Moreover, the SEC’s move shows they are “nervous,” Hogan said. The discovery phase has begun, and Ripple wants the SEC to provide transcripts from conversations with exchanges that were about XRP. The only way the SEC can prevent that is with this motion:
And what this [this]tells me is, not only is the SEC worried about the affirmative defense, they are also worried about what Ripple might find out in discovery. […] this is the beginning of a discovery battle, and it’s apparently the SEC who might have some skeletons in its closet. And in order for Ripple to find out what they are, they are going to get past this motion. […]
[These] are the opening volleys of fight over information and secrets. […] Lots of these letters in the coming couple of months will argue over what is discoverable and more importantly what isn’t discoverable. And this is where the case is lost or will be won.
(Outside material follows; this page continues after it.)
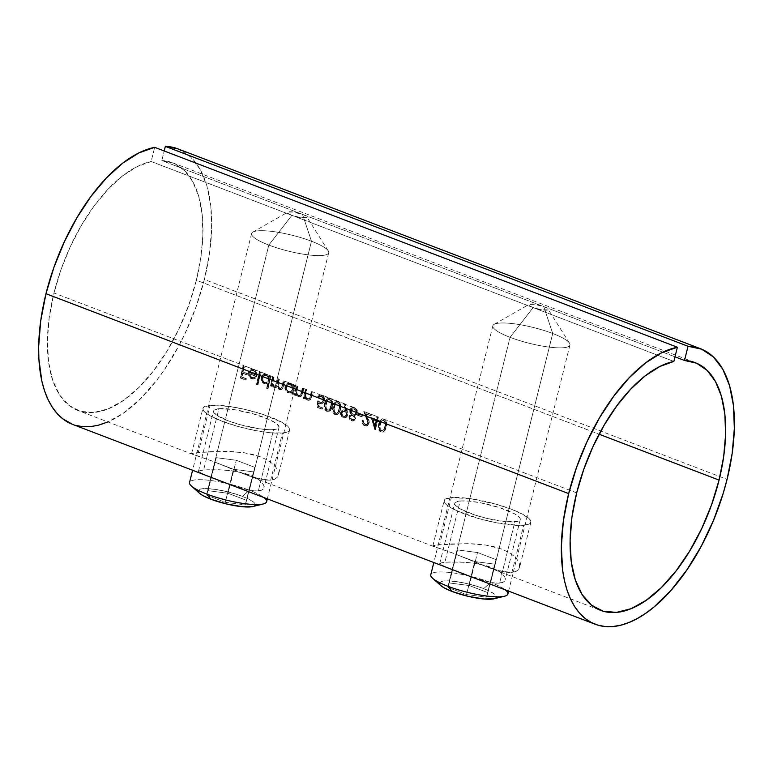 <?xml version="1.0" encoding="UTF-8"?>
<svg xmlns="http://www.w3.org/2000/svg" width="773" height="773" viewBox="0 0 773 773"><rect width="100%" height="100%" fill="white"/><g stroke="black" fill="none" stroke-linecap="round" stroke-linejoin="round"><path stroke-width="0.58" stroke-dasharray="3.87 2.9" d="M378.809 423.275L378.19 427.508L378.615 429.759L380.335 431.846L382.693 432.117L384.529 430.503L385.553 428.01L386.22 424.164L385.853 421.353L384.915 419.797L382.326 418.802L379.775 420.773L378.809 423.275M383.041 420.174L384.819 421.691L385.022 425.768L383.679 429.73L381.447 430.899L379.833 429.74L379.34 425.575L380.722 421.324L383.041 420.174M349.821 409.922L349.869 412.502L351.077 414.415L349.241 415.681L348.981 417.855L350.874 420.57L353.705 420.744L355.165 418.348L354.15 415.594L356.556 414.077L356.884 410.531L355.773 408.656L352.604 407.439L350.807 408.308L349.821 409.922M349.879 417.072L350.961 415.584L352.498 415.574L353.783 416.676L354.082 418.666L353.126 419.642L351.638 419.546L350.324 418.531L349.879 417.072M350.662 410.83L351.638 409.139L353.976 409.014L355.88 410.917L355.812 413.217L354.72 414.27L352.556 414.202L351.116 412.869L350.662 410.83M319.056 402.965L318.959 406.453L318.418 406.501L318.524 403.013L321.114 403.95L322.418 403.477L324.515 400.887L323.984 400.936L323.984 398.279L321.858 395.08L319.896 394.935L317.23 397.399L318.718 397.718L318.186 397.766L318.891 396.752L321.597 396.385L322.766 398.085L323.017 400.627L323.549 400.578L321.8 402.375L319.829 402.385L317.626 400.858L318.157 400.81L317.626 400.858L317.423 407.487L321.79 409.159A133.574 66.584 -69.1 0 1 322.041 407.883L318.418 406.501L318.524 403.013L321.114 403.95L323.414 402.404L324.138 399.622L323.52 397.042L322.747 396.027L319.896 394.935L317.664 396.491L317.23 397.399L318.186 397.766L319.384 396.443L321.587 396.694L322.766 398.085L323.114 399.989L322.573 401.68L321.326 402.549L319.529 402.26L317.626 400.858L317.423 407.487L317.954 407.439L318.157 400.81L320.36 402.337L322.341 402.327L323.549 400.578L323.298 398.027L320.592 396.24L318.718 397.718L317.761 397.361L320.437 394.887L312.804 391.969L323.288 395.979L324.515 398.24L323.945 402.366L321.674 403.902L319.056 402.965L318.959 406.453L322.573 407.835A132.579 66.092 110.9 0 0 322.322 409.11L317.954 407.439L318.157 400.81L320.061 402.211L321.868 402.501L323.607 400.259L323.298 398.027L321.858 396.501L319.916 396.404L318.718 397.718L317.761 397.361L319.993 394.984L321.858 395.08L345.347 404.066L343.898 404.443L345.657 410.637L343.908 409.932L342.024 410.289L340.4 413.342L341.888 416.889L344.439 417.864L346.633 416.473L347.29 414.077L344.922 404.501L343.898 404.443L345.657 410.637L343.193 409.903L342.024 410.289L340.497 412.55L340.439 414.144L341.888 416.889L345 417.807L342.42 416.84L340.932 413.284L342.565 410.231L344.449 409.893L346.188 410.589L344.874 404.231L339.618 402.221L340.922 405.651L340.255 410.444L338.932 413.352L336.458 414.686L333.859 413.178L332.892 409.922L334.487 403.197L337.028 401.235L331.433 399.09L332.748 402.52L332.071 407.313L330.757 410.231L328.274 411.565L325.675 410.048L324.757 405.661L326.303 400.066L328.854 398.105L323.288 395.979L324.641 398.994L323.945 402.366L321.645 403.902L319.645 403.371M346.256 414.55L345.087 416.318L343.318 416.367L341.821 415.062L341.598 412.473L342.623 411.468L344.449 411.458L345.918 412.743L346.256 414.55M332.979 405.748L332.361 409.99L332.786 412.231L334.506 414.318L336.864 414.589L338.7 412.975L339.724 410.492L340.4 406.637L340.033 403.825L339.086 402.269L336.497 401.284L333.946 403.245L332.979 405.748M337.212 402.646L338.989 404.163L339.192 408.241L337.849 412.212L335.617 413.381L334.004 412.212L333.414 408.743L334.902 403.806L337.212 402.646M324.795 402.617L324.177 406.859L324.602 409.101L326.322 411.188L328.68 411.458L330.515 409.854L331.54 407.361L332.216 403.506L331.849 400.704L330.902 399.139L328.312 398.153L325.771 400.114L324.795 402.617M329.027 399.515L330.805 401.032L331.008 405.11L329.665 409.081L327.433 410.25L325.82 409.081L325.336 404.917L326.718 400.675L329.027 399.515M285.092 386.2L284.889 388.51L286.57 391.892L288.986 393.071L291.585 392.182A133.574 66.584 110.9 0 0 291.228 393.863L292.184 394.23A133.574 66.584 -69.1 0 1 294.271 385.128L293.315 384.77A133.574 66.584 110.9 0 0 292.928 386.345L291.247 383.978L289.063 383.137L286.493 384.017L285.092 386.2M285.894 387.244L287.488 384.732L290.532 384.819L292.194 387.08L291.692 390.626L290.165 391.805L287.701 391.418L286.31 389.843L285.894 387.244M261.226 377.069L261.023 379.388L262.704 382.761L265.129 383.93L267.738 382.983A133.574 66.584 110.9 0 0 266.627 388.404L267.584 388.771A133.574 66.584 -69.1 0 1 270.405 376.007L269.448 375.639A133.574 66.584 110.9 0 0 269.062 377.214L267.381 374.847L265.197 374.006L262.617 374.895L261.226 377.069M262.028 378.113L263.612 375.601L266.666 375.697L268.328 377.958L267.825 381.495L266.299 382.674L263.835 382.287L262.443 380.712L262.028 378.113M248.684 372.238L248.674 375.572L250.636 378.412L253.331 379.07L255.534 377.688L256.549 375.417L249.592 372.76L250.491 371.05L252.655 370.325L254.771 371.62L255.631 373.494L256.597 373.301L254.732 370.016L251.138 369.33L248.684 372.238M252.027 377.833L250.123 376.403L249.437 373.91L255.341 376.171L253.834 377.755L252.027 377.833M254.269 490.894L258.327 490.923L273.603 429.614A33.77 6.928 -166 0 1 235.997 423.488A33.77 6.928 -166 0 1 213.503 410.994A33.77 6.928 -166 0 1 218.923 408.704L203.637 470.003L198.912 470.892L198.458 471.54L204.536 474.786L231.726 485.058L243.891 488.913L254.269 490.894L261.371 490.256L263.322 488.951L264.076 487.106L263.593 484.855L259.003 479.801L250.056 475.115L238.045 471.781L224.924 470.071L207.763 469.752L200.661 470.39L198.458 471.54L204.536 474.786L231.726 485.058L243.891 488.913L254.269 490.894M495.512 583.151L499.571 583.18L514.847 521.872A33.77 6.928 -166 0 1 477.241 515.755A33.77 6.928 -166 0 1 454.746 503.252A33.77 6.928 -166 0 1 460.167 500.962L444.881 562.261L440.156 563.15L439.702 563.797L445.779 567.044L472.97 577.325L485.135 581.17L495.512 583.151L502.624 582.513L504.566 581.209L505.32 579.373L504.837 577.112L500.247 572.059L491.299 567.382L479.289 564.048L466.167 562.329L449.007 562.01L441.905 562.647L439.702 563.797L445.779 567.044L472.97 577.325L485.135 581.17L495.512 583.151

John E. Deaton’s lawsuit exposes SEC’s ambiguity and contradictions
In a similar vein, Roslyn Layton expressed her views in a well-received article on Forbes, which was retweeted by Ripple’s General Counsel Stuart Alderoty. According to Layton’s opinion, the “fair notice” argument is apparently far-fetched, as evidenced by the petition filed by attorney John E. Deaton on behalf of all XRP holders.
“Not only is the future of the U.S. crypto industry at stake, but the arrogance of unrestrained regulators making policy through enforcement is on trial as well.”
A must read by Roslyn Layton. https://t.co/e0iia91MMp
— Stuart Alderoty (@s_alderoty) March 11, 2021
As CNF reported, the petition is critical in preparation for a class action lawsuit because it exposes the SEC’s ambivalence and the contradictions in its reasoning. In response to Deaton’s submission, the SEC had to admit the open status of XRP. Layton writes in this regard:
Put two and two together, and the SEC is saying that Ripple and its two top executives had to have reasonable knowledge of something seven years ago that the agency itself wasn’t sure about last Friday. One wonders which part of the 1933 Securities Act the SEC will eventually use to argue that Ripple is obliged to have psychic powers to operate lawfully in the United States.
According to Layton, SEC Chairman-elect Gary Gensler faces a “disastrous mistake” that he must now “sort out”:
The SEC probably didn’t expect the storm that Clayton’s final act has kicked up, and it has exposed the inherent weakness in the decision to sue. It began on January 1, when a group of XRP holders led by Rhode Island attorney John E. Deaton struck back at the agency.